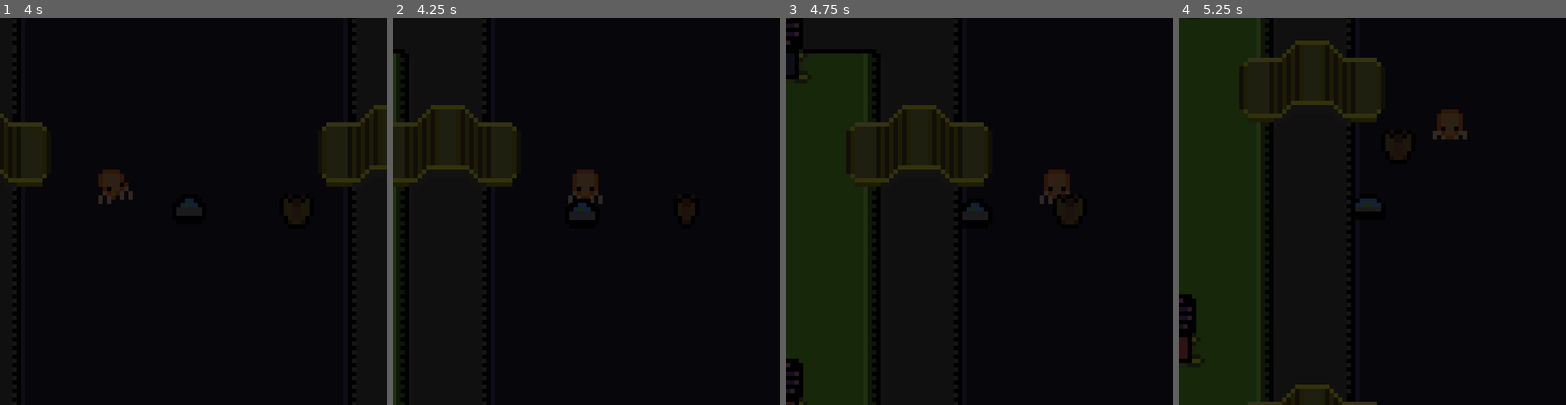
Above: before the commit, frames 1-4 (left to right).
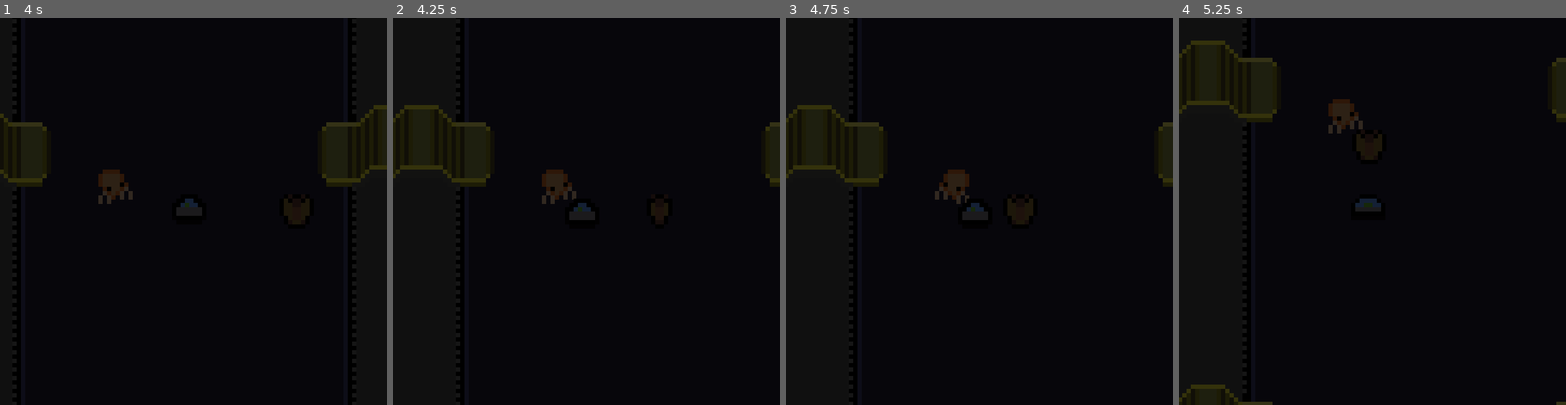
Above: after the commit, the same moments.

Repository: andersonhunter/LCH_game
Game: Godot game, scene res://LEVELS/LEVEL_1/little_endian.tscn
Two runs of this game, one before a commit and one after it. Both use one fixed random seed, a clock stepped at 60 frames per second and the inputs below. The project has no main scene, so this scene is started directly. Sound files missing from this copy of the repository are replaced by a short silence.
Inputs:
- Up to frame 1 (4 s): hold D (move_right) 0.53-1.28 s; hold S (move_down) 1.28-2.03 s; hold D (move_right) 2.03-2.78 s; hold W (move_up) 2.78-3.53 s; hold A (move_left) from 3.53 s (still down)
- Up to frame 2 (4.25 s): keep holding A (move_left)
- Up to frame 3 (4.75 s): keep holding A (move_left)
- Up to frame 4 (5.25 s): release A (move_left) at 5.03 s; hold S (move_down) from 5.03 s (still down)

Frame 1 is identical in both runs. In frame 2, 3.4% of the frame differs, in the area x 0-100%, y 9-100%; in frame 3, 6.9%; in frame 4, 8.0%, in the area x 0-100%, y 0-100%.

Commit message:
added dialogue prompting and dialogue box

Diff:
--- a/LEVELS/LEVEL_1/little_endian.gd
+++ b/LEVELS/LEVEL_1/little_endian.gd
@@ -9,11 +9,12 @@
 
 var speed = Global.speed
 @onready var mmm1Dialog: Array = [
-	"This is a test of the Emergency Broadcast System",
-	"Lorem ipsum dolor. Tempus fugit.",
-	"Anyway, haha, byeeeeee"
+	"[color=green][wave]Hello world[/wave][/color]",
+	"[color=green]Programmed to think but not to feel[/color]",
+	"[color=green]Not even sure if this is real...[/color]"
 ]
 
+signal startDialog(message: Array)
 
 func set_leds(parent_node: Node2D) -> void:
 	# Set the LED frames and begin playing
@@ -95,9 +96,12 @@
 		await transition()
 		Global.goto_scene(house_1)
 
-func _on_player_mite_1_collide() -> void:
-	pass
-	#$Player/AnimatedSprite2D.play("idle")
-	#$textBoxUi.show()
-	#$textBoxUi/Camera2D.make_current()
-	#$textBoxUi/textBox.text = mmm1Dialog[0]
+func _on_player_start_dialogue(collider: CharacterBody2D) -> void:
+	self.get_node("Bat").hide()
+	$Player.speed = 0.
+	$Player/Dialogue.show()
+	startDialog.emit(mmm1Dialog)
+	await $Player/Dialogue.textCompleted
+	$Player/Dialogue.hide()
+	self.get_node("Bat").show()
+	$Player.speed = Global.speed
--- a/LEVELS/LEVEL_1/little_endian.tscn
+++ b/LEVELS/LEVEL_1/little_endian.tscn
@@ -8,6 +8,8 @@
 [ext_resource type="PackedScene" uid="uid://b44s1rtiwgdje" path="res://LEVELS/LEVEL_1/led.tscn" id="5_61rlc"]
 [ext_resource type="PackedScene" uid="uid://xk128etno3lt" path="res://LEVELS/LEVEL_1/scene_transition_rect.tscn" id="6_n14ku"]
 [ext_resource type="AudioStream" uid="uid://bdxo41ksxykb" path="res://ASSETS/MUSIC/Little Endian Overworld Theme.mp3" id="7_d6i20"]
+[ext_resource type="PackedScene" uid="uid://cploxax04lv60" path="res://DialogueSystem/textBox.tscn" id="7_pgldm"]
+[ext_resource type="PackedScene" uid="uid://du1crknot6vve" path="res://DialogueSystem/enter_prompt.tscn" id="8_8hmsr"]
 [ext_resource type="PackedScene" uid="uid://bpr2g0kiff414" path="res://LEVELS/LEVEL_1/mold_mite.tscn" id="8_47f8w"]
 
 [sub_resource type="RectangleShape2D" id="RectangleShape2D_mvhcb"]
@@ -77,6 +79,18 @@
 [node name="Camera2D" type="Camera2D" parent="Player"]
 position = Vector2(1, 0)
 zoom = Vector2(8, 8)
+
+[node name="Dialogue" parent="Player" instance=ExtResource("7_pgldm")]
+visible = false
+offset_left = -39.0
+offset_right = 41.0
+
+[node name="enterPrompt" parent="Player" instance=ExtResource("8_8hmsr")]
+visible = false
+offset_left = 9.0
+offset_top = -8.0
+offset_right = 9.0
+offset_bottom = -8.0
 
 [node name="LED_SET_1" type="Node2D" parent="."]
 position = Vector2(-361, -360)
@@ -216,9 +230,13 @@
 stream = ExtResource("7_d6i20")
 parameters/looping = true
 
+[connection signal="startDialog" from="." to="Player/Dialogue" method="_on_little_endian_start_dialog"]
 [connection signal="body_entered" from="enter_pink_house" to="." method="_on_enter_pink_house_body_entered"]
 [connection signal="body_entered" from="enter_purple_house" to="." method="_on_enter_purple_house_body_entered"]
 [connection signal="body_entered" from="enter_blue_house" to="." method="_on_enter_blue_house_body_entered"]
 [connection signal="body_entered" from="enter_brown_house" to="." method="_on_enter_brown_house_body_entered"]
 [connection signal="mite_1_collide" from="Player" to="." method="_on_player_mite_1_collide"]
 [connection signal="mite_1_collide" from="Player" to="Mite1" method="_on_player_mite_1_collide"]
+[connection signal="startDialogue" from="Player" to="." method="_on_player_start_dialogue"]
+[connection signal="startDialogue" from="Player" to="Mite1" method="_on_player_start_dialogue"]
+[connection signal="textCompleted" from="Player/Dialogue" to="Mite1" method="_on_dialogue_text_completed"]
--- a/LEVELS/LEVEL_1/mite_1.gd
+++ b/LEVELS/LEVEL_1/mite_1.gd
@@ -30,8 +30,9 @@
 	tween.tween_property(moldMite, "position", Vector2.ZERO, duration / 2)
 	tween.tween_interval(2.0)
 
-func _on_player_mite_1_collide() -> void:
+func _on_dialogue_text_completed() -> void:
+	await get_tree().create_timer(1.0).timeout
+	start()
+
+func _on_player_start_dialogue(collider: CharacterBody2D) -> void:
 	stop()
-	var timer = get_tree().create_timer(5.)
-	await timer.timeout
-	start()
--- a/LEVELS/LEVEL_1/player.gd
+++ b/LEVELS/LEVEL_1/player.gd
@@ -5,6 +5,7 @@
 var bat = preload("res://LEVELS/LEVEL_1/bat.tscn").instantiate()
 var darkOverworld = preload("res://LEVELS/LEVEL_1/dark_overworld.tscn").instantiate()
 signal mite_1_collide
+signal startDialogue(collider: CharacterBody2D)
 @onready var rayCast = $RayCast2D
 
 func start(pos):
@@ -38,6 +39,7 @@
 		bat.position = position
 
 func _process(delta: float) -> void:
+	$enterPrompt.hide()
 	var input = Vector2.ZERO
 	input = Input.get_vector(
 		"move_left", "move_right", "move_up", "move_down"
@@ -50,14 +52,14 @@
 		# Collision detection for ray
 		var collider = rayCast.get_collider()
 		if collider.name == "mold_mite_1":
-			# Maybe add a switch statement function for collisions?
-			# match (collider.name) case "mold_mite_1": startConversation
-			# Also need rotation of raycast
-			mite_1_collide.emit()
-	if get_last_slide_collision():
-		match get_last_slide_collision().get_collider().name:
-			"mold_mite_1":
-				mite_1_collide.emit()
+			#mite_1_collide.emit()
+			$enterPrompt.show()
+		if collider.name == "mold_mite_1" and Input.is_action_pressed("enter"):
+			startDialogue.emit(collider)
+	#if get_last_slide_collision():
+		#match get_last_slide_collision().get_collider().name:
+			#"mold_mite_1":
+				#mite_1_collide.emit()
 	velocity = input * speed
 	move_and_slide()
 	if get_real_velocity() != Vector2.ZERO:
Not shown: 1 places in LEVELS/LEVEL_1/little_endian.tscn that only renumber resources

===

#### Exercise prompt
Repeat verbatim the lines between the start of the data and the line containing "Game: Godot game, scene", both ends included, omitting all pictures.

#### Answer space
Above: before the commit, frames 1-4 (left to right).
Above: after the commit, the same moments.

Repository: andersonhunter/LCH_game
Game: Godot game, scene res://LEVELS/LEVEL_1/little_endian.tscn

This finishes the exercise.